**ACTIVITY**
Please reproduce all entries word for word and omit their pictures.

(Source records)
********
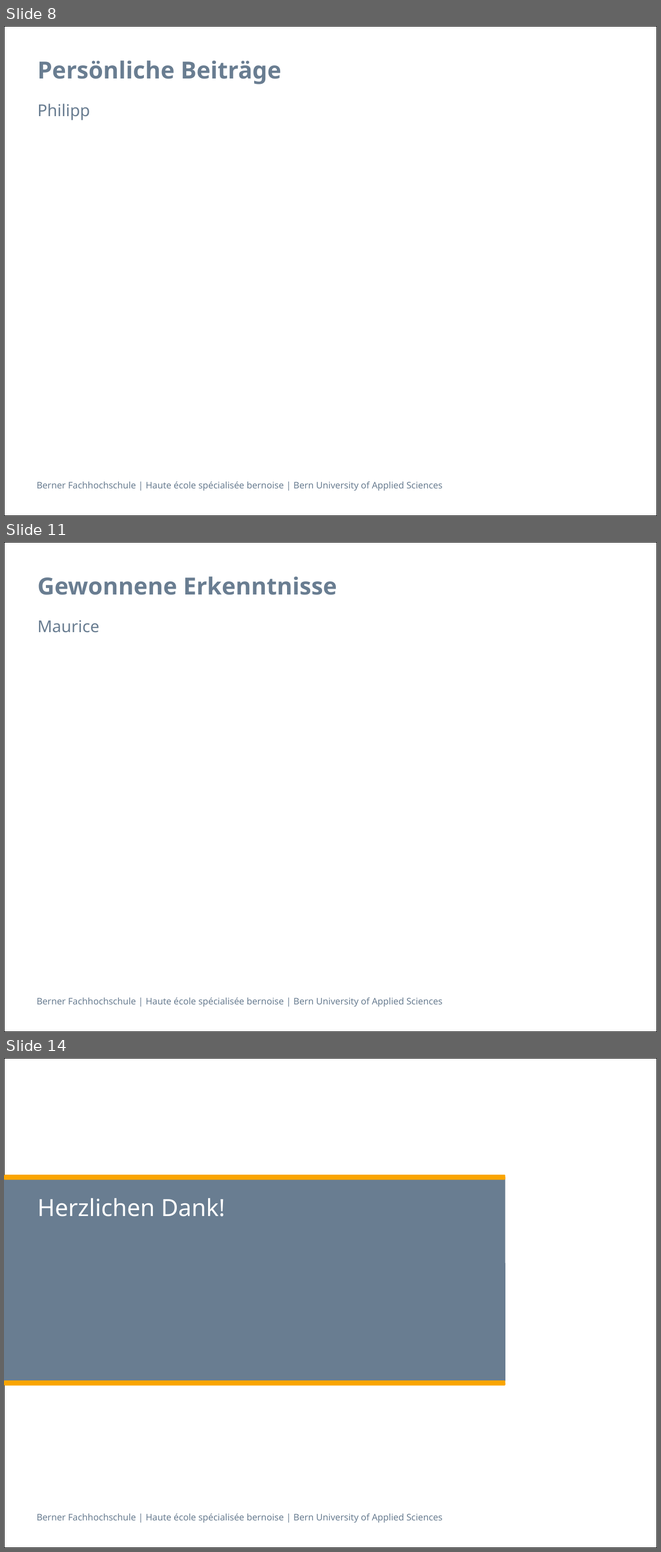
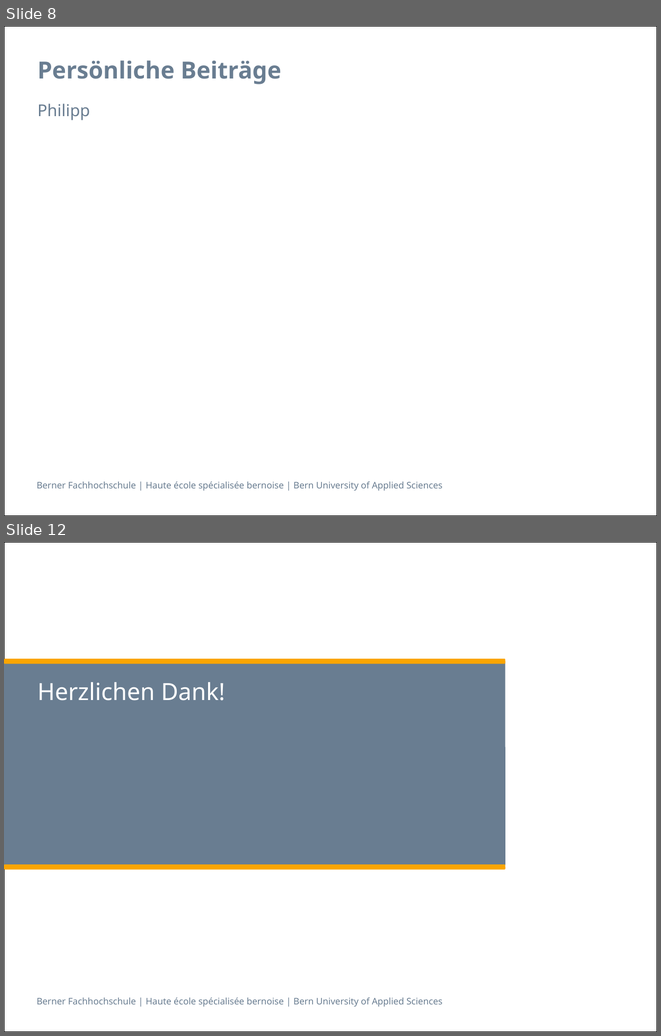
Before and after one commit to zyssm4/ch.bfh.btx8081.w2015.red, a slide deck: doc/Task14/task14_presentation Schlurp.pptx. Shown one above the other, each under a label of ours: slides 8, 11 and 14 before the commit, slides 8 and 12 after it; the slides between them are not shown. The pictures are 661x1552 and 661x1036 pixels, drawn with LibreOffice and Linux fonts; fonts in the diff are those of the drawing. Boxes give left, top, right and bottom in pixels: in the first picture for what was removed or moved away, otherwise in the second. Text is boxed around its words. In the diff, an @@ line names an element or a change of style, - is before the commit and + after.

```diff
--- a/doc/Task14/task14_presentation Schlurp.pptx
+++ b/doc/Task14/task14_presentation Schlurp.pptx
@@ slide 11 removed at (4,542,657,1032), background #FFFFFF; not listed: 2 template elements that a slide beside it also shows @@
@@ title removed at (37,576,337,595) @@
-Gewonnene Erkenntnisse
@@ text removed at (37,620,99,633) @@
-Maurice
@@ what was slide 14 is now slide 12 @@
```
Also in this commit, not shown: 2 slides changed, 3 slides added, 4 other slides removed.
********
**EXPECTED ANSWER**
Before and after one commit to zyssm4/ch.bfh.btx8081.w2015.red, a slide deck: doc/Task14/task14_presentation Schlurp.pptx. Shown one above the other, each under a label of ours: slides 8, 11 and 14 before the commit, slides 8 and 12 after it; the slides between them are not shown. The pictures are 661x1552 and 661x1036 pixels, drawn with LibreOffice and Linux fonts; fonts in the diff are those of the drawing. Boxes give left, top, right and bottom in pixels: in the first picture for what was removed or moved away, otherwise in the second. Text is boxed around its words. In the diff, an @@ line names an element or a change of style, - is before the commit and + after.

```diff
--- a/doc/Task14/task14_presentation Schlurp.pptx
+++ b/doc/Task14/task14_presentation Schlurp.pptx
@@ slide 11 removed at (4,542,657,1032), background #FFFFFF; not listed: 2 template elements that a slide beside it also shows @@
@@ title removed at (37,576,337,595) @@
-Gewonnene Erkenntnisse
@@ text removed at (37,620,99,633) @@
-Maurice
@@ what was slide 14 is now slide 12 @@
```
Also in this commit, not shown: 2 slides changed, 3 slides added, 4 other slides removed.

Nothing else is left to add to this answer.